*** Supplied information ***
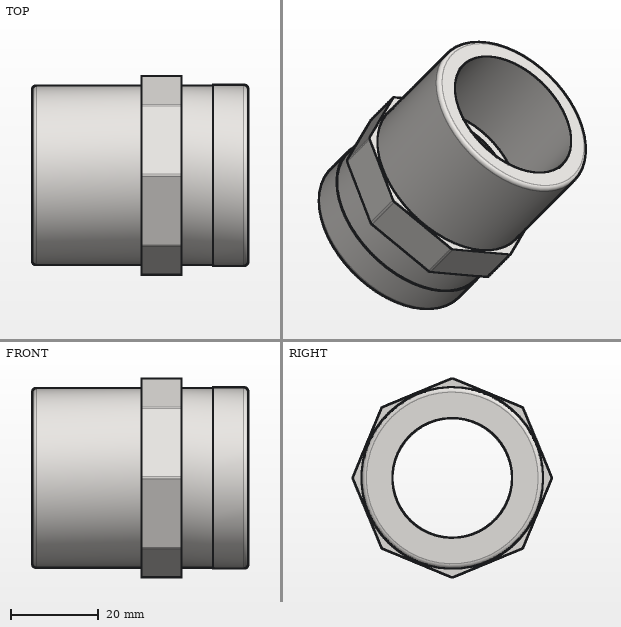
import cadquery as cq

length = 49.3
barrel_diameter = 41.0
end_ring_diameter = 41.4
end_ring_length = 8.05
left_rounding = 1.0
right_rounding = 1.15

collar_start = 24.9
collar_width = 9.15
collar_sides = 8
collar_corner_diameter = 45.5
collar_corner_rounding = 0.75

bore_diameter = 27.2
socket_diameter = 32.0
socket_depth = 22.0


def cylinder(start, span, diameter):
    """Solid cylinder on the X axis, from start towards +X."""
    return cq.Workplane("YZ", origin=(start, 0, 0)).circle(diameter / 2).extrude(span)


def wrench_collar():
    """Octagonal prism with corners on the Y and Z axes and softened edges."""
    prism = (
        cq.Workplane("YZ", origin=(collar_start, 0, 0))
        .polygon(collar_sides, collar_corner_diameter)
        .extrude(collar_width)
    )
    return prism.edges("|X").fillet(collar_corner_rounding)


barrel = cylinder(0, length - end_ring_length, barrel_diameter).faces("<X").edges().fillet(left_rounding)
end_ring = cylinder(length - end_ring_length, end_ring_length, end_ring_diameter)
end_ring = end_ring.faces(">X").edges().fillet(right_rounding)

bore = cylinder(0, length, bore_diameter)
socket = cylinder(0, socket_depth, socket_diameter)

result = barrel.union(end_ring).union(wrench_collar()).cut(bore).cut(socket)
***
Wherever a line of the data above contains "span", copy that line.

Response to the task
def cylinder(start, span, diameter):
    return cq.Workplane("YZ", origin=(start, 0, 0)).circle(diameter / 2).extrude(span)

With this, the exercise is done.